Latest on the restoration of this KV9000 is that a nice colour picture is now being displayed on this set. The residual fault turned out to be an o/c resistor R353 in the collector of Q305 (pnp transistor). The effect of that was to bias off all three cathode driver transistors so nothing appeared on the screen.

It was then found that the brightness pot itself was o/c from the centre terminal to either side. Disassembly shows the wiper had corroded away. A couple of fixed resistors are currently in place and brightness adjusted by the G2 pot on the tube base. A replacement 5K pot is on order.

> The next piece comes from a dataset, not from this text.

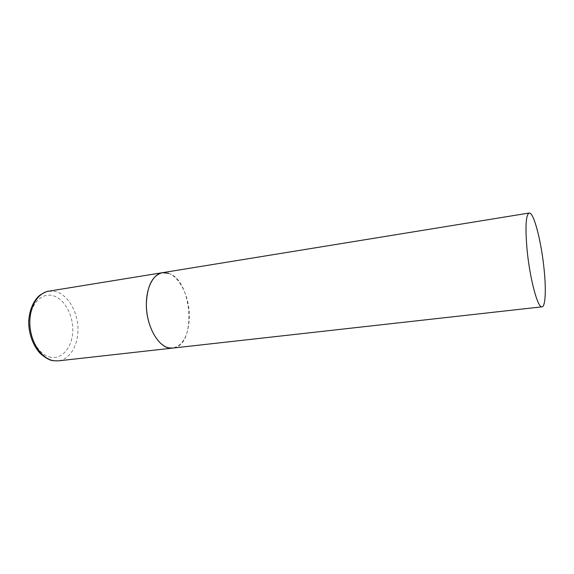 <?xml version="1.0" encoding="UTF-8"?>
<svg xmlns="http://www.w3.org/2000/svg" width="574" height="574" viewBox="0 0 574 574"><rect width="100%" height="100%" fill="white"/><g stroke="black" fill="none" stroke-linecap="round" stroke-linejoin="round"><path stroke-width="0.43" stroke-dasharray="2.87 2.15" d="M168.605 273.303C192.756 280.263 196.774 346.624 172.738 348.081C183.35 345.34 188.889 334.671 189.355 316.087C189.556 293.307 175.752 270.045 162.399 272.693M48.733 291.176L55.714 291.549C67.639 294.692 77.325 310.85 77.956 327.654C78.703 344.465 70.2 359.532 58.29 360.867M51.086 357.337C39.441 355.693 29.009 338.717 29.676 321.591C30.171 304.421 41.378 292.489 52.758 295.632C64.152 298.523 73.178 314.696 72.769 330.595C72.518 346.517 62.724 359.238 51.086 357.337M53.64 360.773L52.916 360.651"/><path stroke-width="0.86" d="M542.028 306.825C545.465 306.624 546.226 289.87 544.116 269.471C541.454 241.862 533.748 211.777 529.171 213.026C525.849 214.769 525.138 226.852 527.032 249.274C529.723 278.433 537.809 308.511 542.028 306.825L58.29 360.867L53.884 360.759C42.167 359.087 31.161 343.51 29.956 325.881C28.635 308.26 37.353 292.862 48.733 291.176L162.399 272.693C152.526 275.283 147.174 285.68 146.356 303.876C145.896 327.395 160.196 350.384 172.738 348.081L168.828 347.873C158.374 345.821 148.128 328.708 146.585 309.608C144.949 290.501 152.332 274.135 162.399 272.693L168.605 273.303M48.733 291.176C47.886 290.91 45.116 292.116 40.424 294.799C34.784 298.911 29.425 308.396 28.7 321.483C28.513 334.082 33.737 347.119 40.819 354.043C45.963 358.212 49.995 360.415 52.916 360.651M58.29 360.867L53.64 360.773M162.399 272.693L529.171 213.026"/></g></svg>
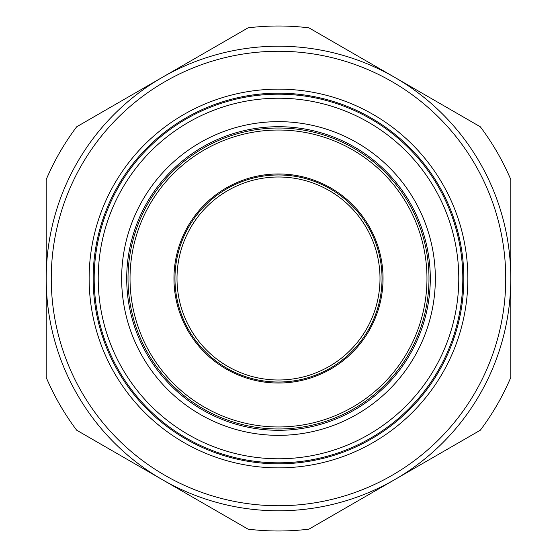 <?xml version="1.0" encoding="UTF-8"?>
<svg xmlns="http://www.w3.org/2000/svg" width="557" height="557" viewBox="0 0 557 557"><rect width="100%" height="100%" fill="white"/><g stroke="black" fill="none" stroke-linecap="round" stroke-linejoin="round"><path stroke-width="0.84" d="M46.21 377.458L46.21 278.5A232.29 232.29 0 0 1 278.5 46.21A232.29 232.29 0 0 1 510.79 278.5L510.79 377.458A252.495 252.495 0 0 1 480.343 430.192L308.947 529.15A252.495 252.495 0 0 1 248.053 529.15L76.657 430.192A252.495 252.495 0 0 1 46.21 377.458M278.5 126.704A151.796 151.796 0 0 0 126.704 278.5A151.796 151.796 0 0 0 278.5 430.296A151.796 151.796 0 0 0 430.296 278.5A151.796 151.796 0 0 0 278.5 126.704M278.5 121.649A156.851 156.851 0 0 0 121.649 278.5A156.851 156.851 0 0 0 278.5 435.351A156.851 156.851 0 0 0 435.351 278.5A156.851 156.851 0 0 0 278.5 121.649M278.5 94.182A184.318 184.318 0 0 1 462.818 278.5A184.318 184.318 0 0 1 278.5 462.818A184.318 184.318 0 0 1 94.182 278.5A184.318 184.318 0 0 1 278.5 94.182A184.318 184.318 0 0 1 462.818 278.5A184.318 184.318 0 0 1 278.5 462.818M382.025 278.5A103.525 103.525 0 0 1 278.5 382.025A103.525 103.525 0 0 1 174.975 278.5A103.525 103.525 0 0 1 278.5 174.975A103.525 103.525 0 0 1 382.025 278.5A103.525 103.525 0 0 1 278.5 382.025A103.525 103.525 0 0 1 174.975 278.5M89.134 278.5A189.366 189.366 0 0 1 278.5 89.134A189.366 189.366 0 0 1 467.866 278.5A189.366 189.366 0 0 1 278.5 467.866A189.366 189.366 0 0 1 89.134 278.5M463.828 278.5A185.328 185.328 0 0 0 278.5 93.172A185.328 185.328 0 0 0 93.172 278.5A185.328 185.328 0 0 0 278.5 463.828A185.328 185.328 0 0 0 463.828 278.5M51.258 278.5A227.242 227.242 0 0 0 278.5 505.742A227.242 227.242 0 0 0 505.742 278.5A227.242 227.242 0 0 0 278.5 51.258A227.242 227.242 0 0 0 51.258 278.5M510.79 278.5A232.29 232.29 0 0 1 278.5 510.79A232.29 232.29 0 0 1 46.21 278.5L46.21 179.542A252.495 252.495 0 0 1 76.657 126.808L248.053 27.85A252.495 252.495 0 0 1 308.947 27.85L480.343 126.808A252.495 252.495 0 0 1 510.79 179.542L510.79 278.5M303.746 509.418L308.801 508.806M130.032 278.5A148.468 148.468 0 0 0 278.5 426.968A148.468 148.468 0 0 0 426.968 278.5A148.468 148.468 0 0 0 278.5 130.032A148.468 148.468 0 0 0 130.032 278.5M428.987 278.5A150.487 150.487 0 0 1 278.5 428.987A150.487 150.487 0 0 1 128.013 278.5A150.487 150.487 0 0 1 278.5 128.013A150.487 150.487 0 0 1 428.987 278.5M383.035 278.5A104.535 104.535 0 0 0 278.5 173.965A104.535 104.535 0 0 0 173.965 278.5A104.535 104.535 0 0 0 278.5 383.035A104.535 104.535 0 0 0 383.035 278.5M253.254 47.582L248.199 48.194M278.5 458.78A180.28 180.28 0 0 0 458.78 278.5A180.28 180.28 0 0 0 278.5 98.22A180.28 180.28 0 0 0 98.22 278.5A180.28 180.28 0 0 0 278.5 458.78M177.001 278.5A101.499 101.499 0 0 0 278.5 379.999A101.499 101.499 0 0 0 379.999 278.5A101.499 101.499 0 0 0 278.5 177.001A101.499 101.499 0 0 0 177.001 278.5"/></g></svg>

I should say that this set was in a very bad condition with a lot of rust on all the metal. The tracks and component markings were invisible on the timebase board copper side. Looks like the set had been in damp/wet conditions. The timebase board copper side was painstakingly cleaned with cotton buds moistened with 50% isoprop.
The screening cans on the main board below the timebase board were very rusty and had to be cleaned. The brightness pot was also rusty and had failed.
I originally bought it only to take some parts from. Tube, LOPT etc but cleaned it up a bit and cautiously applied power. One by one the faults were repaired and the result is a working set.

The set can run from either a 12 or 24 volt battery and at the moment I am running it from a current limited 12V bench supply. Next step is to test out its mains supply, which is a 24V conventional transformer. I am slightly worried about the condition of the mains transformer, given how wet I think this set has been in the past.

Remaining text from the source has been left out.